The humoral immune response to LACV is to produce antibodies against the G1 protein. These antibodies are capable of neutralization, inhibition of hemagglutination, and can block cell to cell fusion. Some neutralizing anti-G1 antibodies will inhibit virus binding to susceptible cells. High titer neutralizing antibodies are probably sufficient to protect the organism against repeated challenges with the same virus strain. There is currently no treatment for La Crosse encephalitis only supportive therapy and prevention. Supportive therapy just treats the symptoms of this disease and not the disease itself. Mosquito control is essential in the prevention of this disease. Using insect repellent with DEET, mosquito netting, and reducing the amount of standing water in mosquito prone areas are just a few prevention methods to control mosquitoes.

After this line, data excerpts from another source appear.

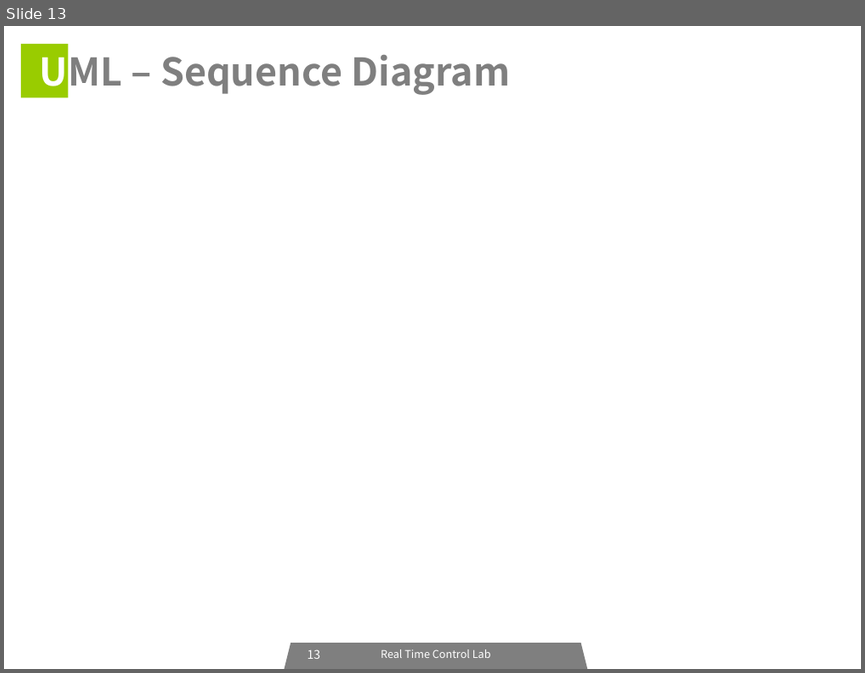
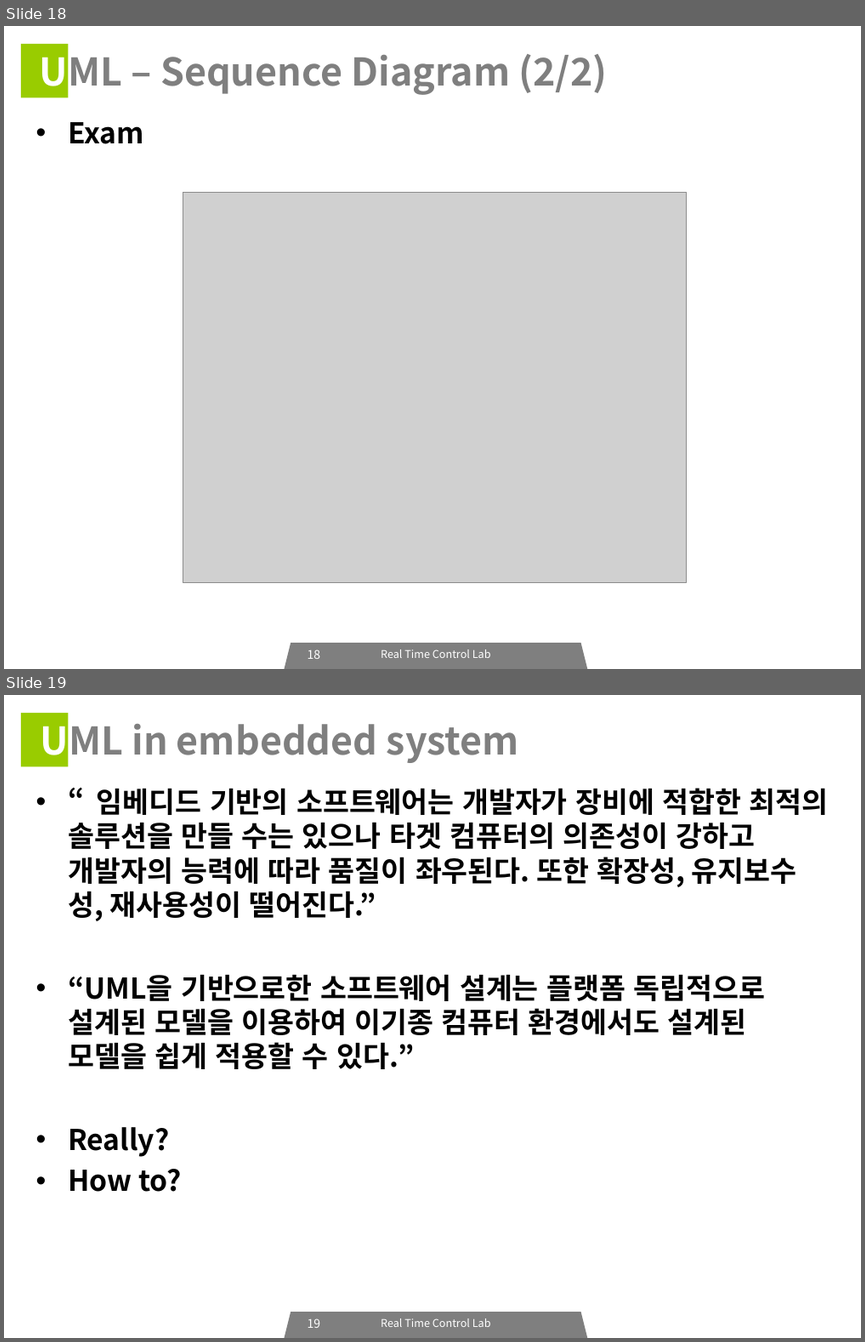
Before and after one commit to icarosss/RTCLAB, a slide deck: RTCLAB_세미나_03.ppt. Shown one above the other, each under a label of ours: slide 13 before the commit, slides 18 and 19 after it. The pictures are 865x673 and 865x1342 pixels, drawn with LibreOffice and Linux fonts; fonts in the diff are those of the drawing; grey boxes stand for pictures. Boxes give left, top, right and bottom in pixels: in the first picture for what was removed or moved away, otherwise in the second. Text is boxed around its words. In the diff, an @@ line names an element or a change of style, - is before the commit and + after.

```diff
--- a/RTCLAB_세미나_03.ppt
+++ b/RTCLAB_세미나_03.ppt
@@ slide 19 added at box(4, 695, 861, 1338), background #FFFFFF; not listed: 3 template elements that a slide beside it also shows @@
@@ title added at box(41, 716, 519, 765), 32 pt, text #7F7F7F, bold @@
+UML in embedded system
@@ text added at box(68, 788, 828, 1191), 24 pt, text #000000, bold @@
+• “임베디드 기반의 소프트웨어는 개발자가 장비에 적합한 최적의 솔루션을 만들 수는 있으나 타겟 컴퓨터의 의존성이 강하고 개발자의 능력에 따라 품질이 좌우된다. 또한 확장성, 유지보수성, 재사용성이 떨어진다.”
+• “UML을 기반으로한 소프트웨어 설계는 플랫폼 독립적으로 설계된 모델을 이용하여 이기종 컴퓨터 환경에서도 설계된 모델을 쉽게 적용할 수 있다.”
+• Really?
+• How to?
@@ page number added at box(307, 1318, 321, 1327), 10 pt, text #FFFFFF @@
+19
@@ what was slide 13 is now slide 18 @@
@@ slide 18 changed as well @@
@@ title at box(40, 47, 608, 96): text changed @@
-UML – Sequence Diagram
+UML – Sequence Diagram (2/2)
@@ text added at box(68, 122, 144, 144), 24 pt, text #000000, bold @@
+• Exam
@@ picture added at box(183, 193, 687, 582) @@
@@ page number at box(307, 649, 321, 658): text changed @@
-13
+18
```
Also in this commit, not shown: 6 other slides changed, 8 other slides added, 7 slides removed, 2 other files.

The majority of cases of encephalitis caused by California serogroup viruses are associated with LACV infection. LACV is endemic in North America specifically in the upper Midwestern states, and more recently in the mid-Atlantic and southeastern states. Campers and hikers, children under sixteen, the elderly, the rural poor, and the immunocompromised are high risk groups for this disease/infection.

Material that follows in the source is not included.